▶ Brief: Below are records; state how many of their lines hold the word "Assets", and give only the figure.
[Opening Input for this task section]
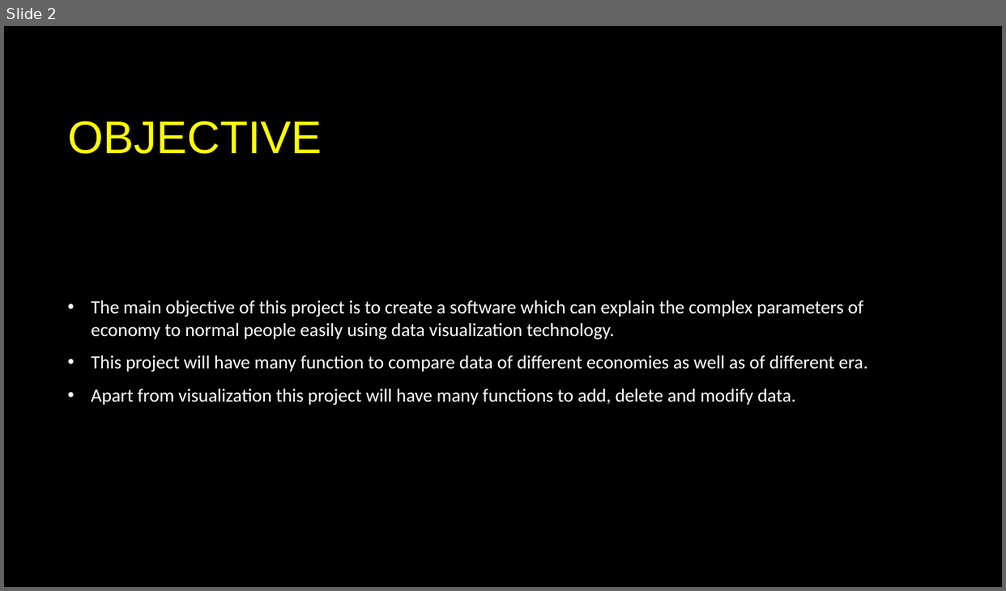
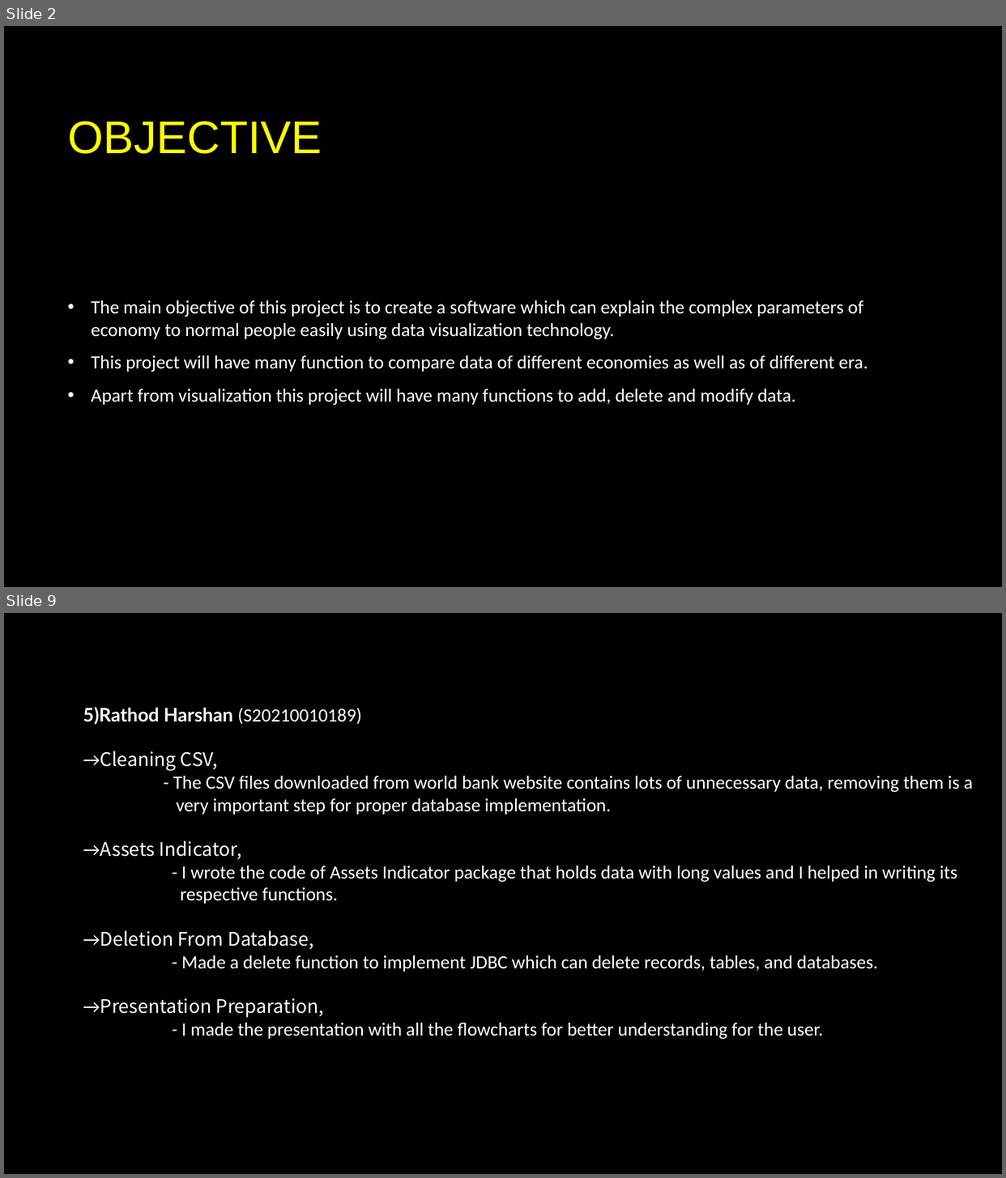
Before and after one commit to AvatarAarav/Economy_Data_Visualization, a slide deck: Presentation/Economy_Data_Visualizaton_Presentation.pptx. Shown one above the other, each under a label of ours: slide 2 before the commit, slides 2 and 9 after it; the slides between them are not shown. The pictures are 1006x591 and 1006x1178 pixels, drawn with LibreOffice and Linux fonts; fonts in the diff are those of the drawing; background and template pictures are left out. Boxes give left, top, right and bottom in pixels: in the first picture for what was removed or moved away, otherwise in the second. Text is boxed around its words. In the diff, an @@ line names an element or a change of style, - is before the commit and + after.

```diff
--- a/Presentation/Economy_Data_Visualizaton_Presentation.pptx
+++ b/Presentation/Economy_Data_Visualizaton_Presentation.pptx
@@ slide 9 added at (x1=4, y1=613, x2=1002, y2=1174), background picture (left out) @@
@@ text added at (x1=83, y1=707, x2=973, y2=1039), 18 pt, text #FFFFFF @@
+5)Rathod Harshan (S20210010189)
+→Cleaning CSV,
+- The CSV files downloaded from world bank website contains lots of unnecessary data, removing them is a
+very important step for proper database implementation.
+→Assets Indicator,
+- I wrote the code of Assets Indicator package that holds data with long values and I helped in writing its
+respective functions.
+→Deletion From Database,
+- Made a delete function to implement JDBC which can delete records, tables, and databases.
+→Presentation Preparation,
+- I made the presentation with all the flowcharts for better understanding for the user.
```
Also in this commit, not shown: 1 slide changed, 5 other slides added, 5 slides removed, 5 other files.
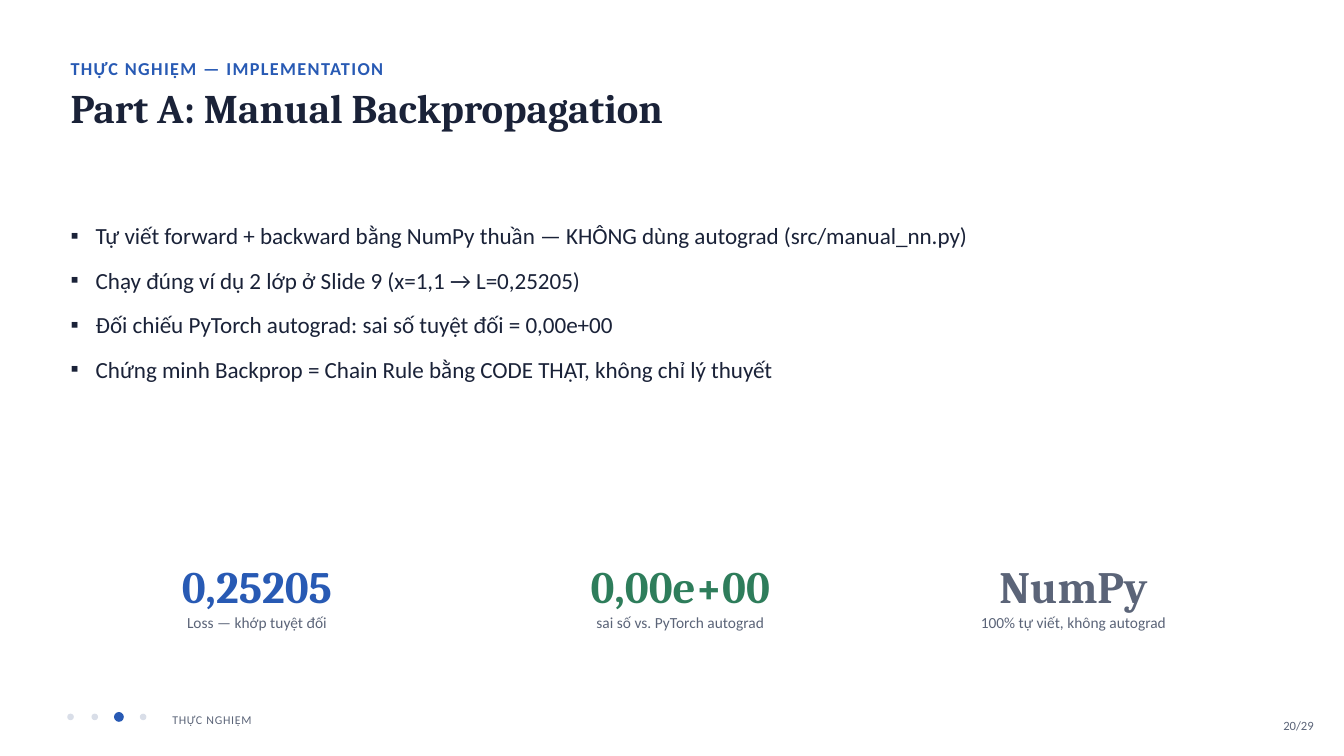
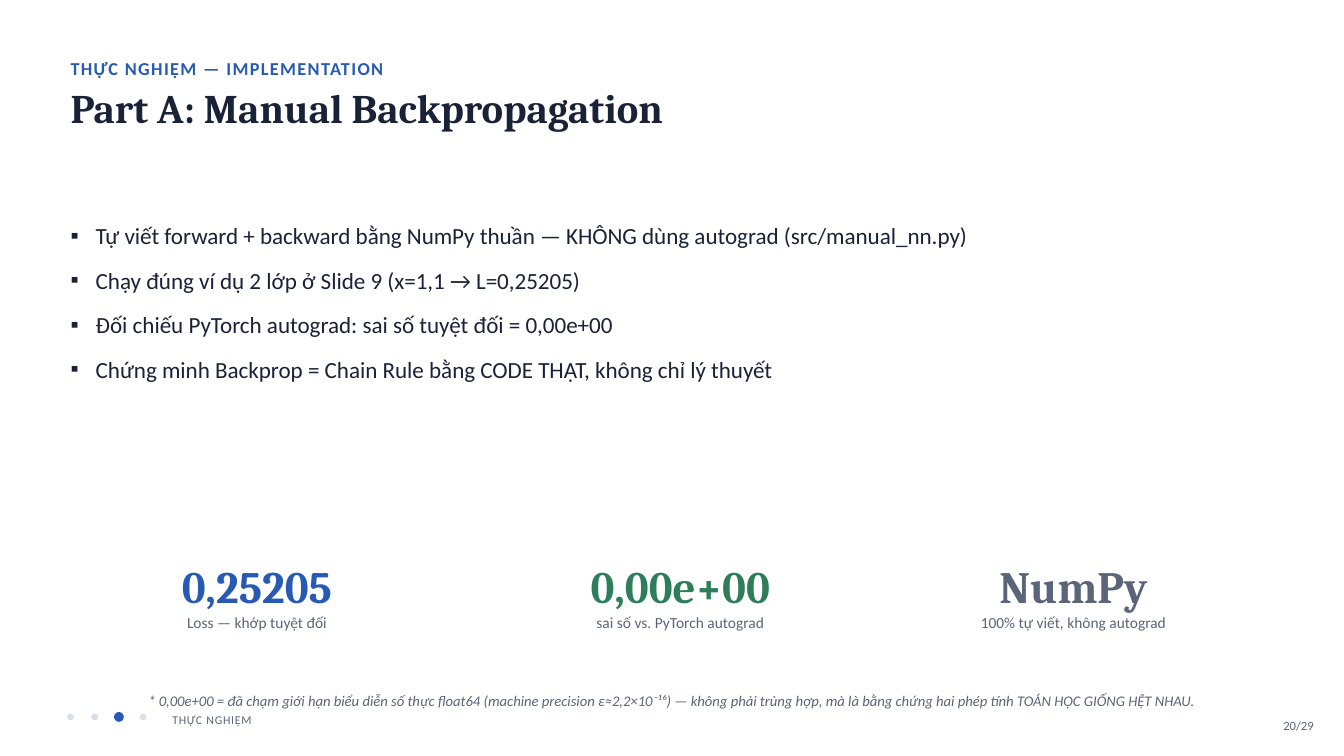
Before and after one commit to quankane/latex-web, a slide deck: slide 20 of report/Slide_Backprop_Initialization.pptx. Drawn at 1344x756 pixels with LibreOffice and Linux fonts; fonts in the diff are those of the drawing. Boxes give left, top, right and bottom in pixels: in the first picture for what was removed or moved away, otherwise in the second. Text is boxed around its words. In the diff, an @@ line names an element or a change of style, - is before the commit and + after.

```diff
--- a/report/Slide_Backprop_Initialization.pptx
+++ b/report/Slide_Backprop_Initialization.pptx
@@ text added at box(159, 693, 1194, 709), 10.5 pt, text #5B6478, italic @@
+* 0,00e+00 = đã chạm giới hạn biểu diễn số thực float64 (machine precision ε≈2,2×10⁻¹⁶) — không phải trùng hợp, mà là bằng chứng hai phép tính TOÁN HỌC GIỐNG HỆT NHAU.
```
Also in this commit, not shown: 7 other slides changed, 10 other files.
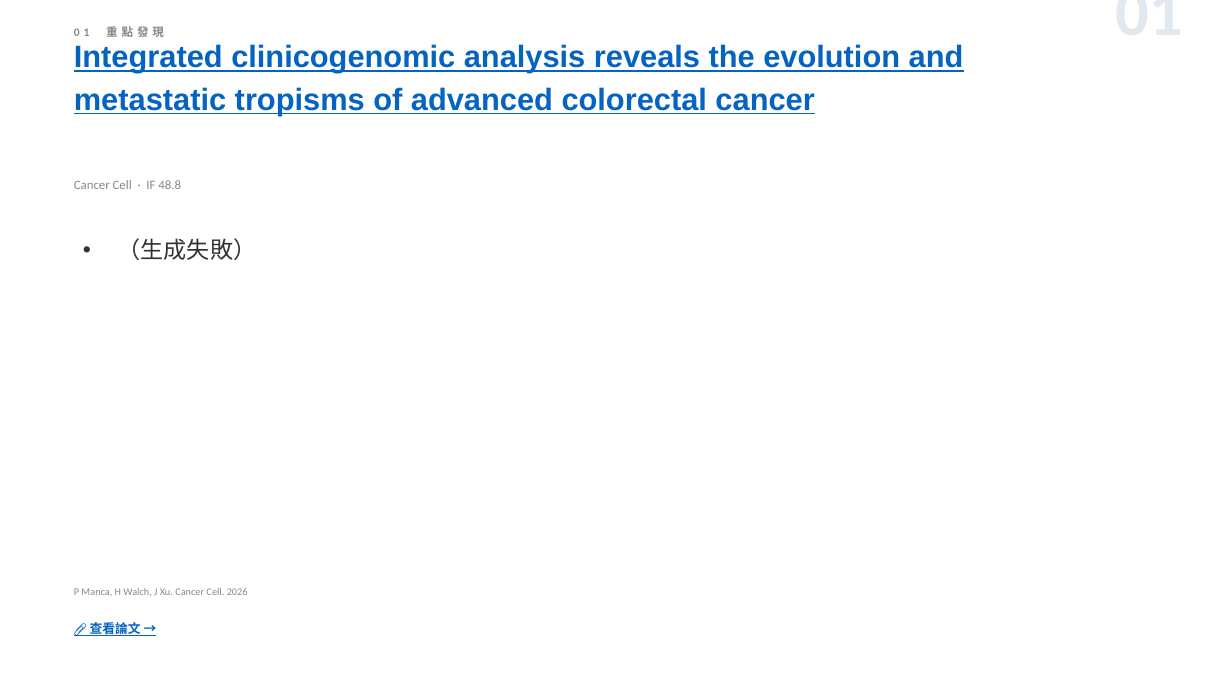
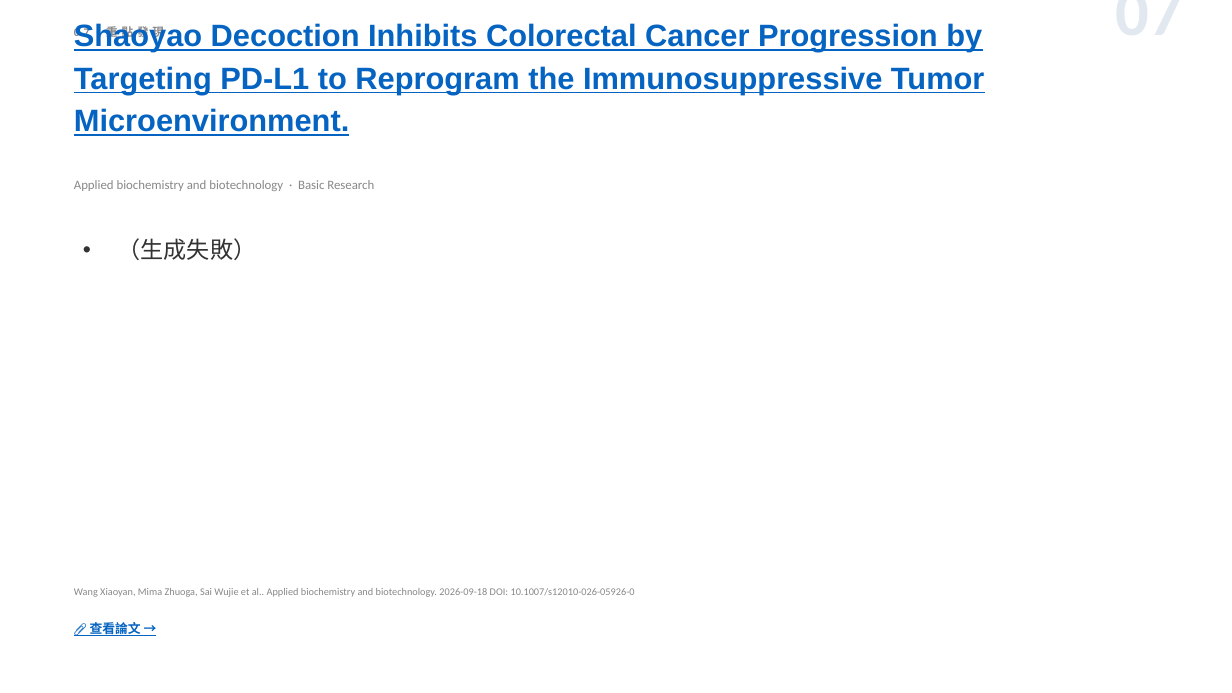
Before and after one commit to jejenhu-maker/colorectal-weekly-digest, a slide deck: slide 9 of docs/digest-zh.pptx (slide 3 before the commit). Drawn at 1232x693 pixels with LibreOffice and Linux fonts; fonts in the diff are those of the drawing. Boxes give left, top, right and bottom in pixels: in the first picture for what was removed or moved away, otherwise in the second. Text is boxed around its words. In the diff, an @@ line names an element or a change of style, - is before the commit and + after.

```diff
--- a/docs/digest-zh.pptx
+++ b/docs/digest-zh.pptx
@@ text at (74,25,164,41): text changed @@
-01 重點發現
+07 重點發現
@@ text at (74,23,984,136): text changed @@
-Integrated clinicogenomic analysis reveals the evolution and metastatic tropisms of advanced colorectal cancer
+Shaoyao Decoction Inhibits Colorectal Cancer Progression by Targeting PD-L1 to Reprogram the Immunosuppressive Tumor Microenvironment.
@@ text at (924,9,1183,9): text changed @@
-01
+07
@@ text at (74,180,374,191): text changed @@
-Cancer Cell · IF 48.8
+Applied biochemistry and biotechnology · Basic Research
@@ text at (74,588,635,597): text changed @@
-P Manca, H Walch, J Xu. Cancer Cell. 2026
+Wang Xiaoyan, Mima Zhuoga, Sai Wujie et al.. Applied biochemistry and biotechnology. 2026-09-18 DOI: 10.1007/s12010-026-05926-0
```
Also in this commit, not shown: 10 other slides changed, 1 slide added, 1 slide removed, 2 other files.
[Closing Input for this task section]
▶ Task solution: 2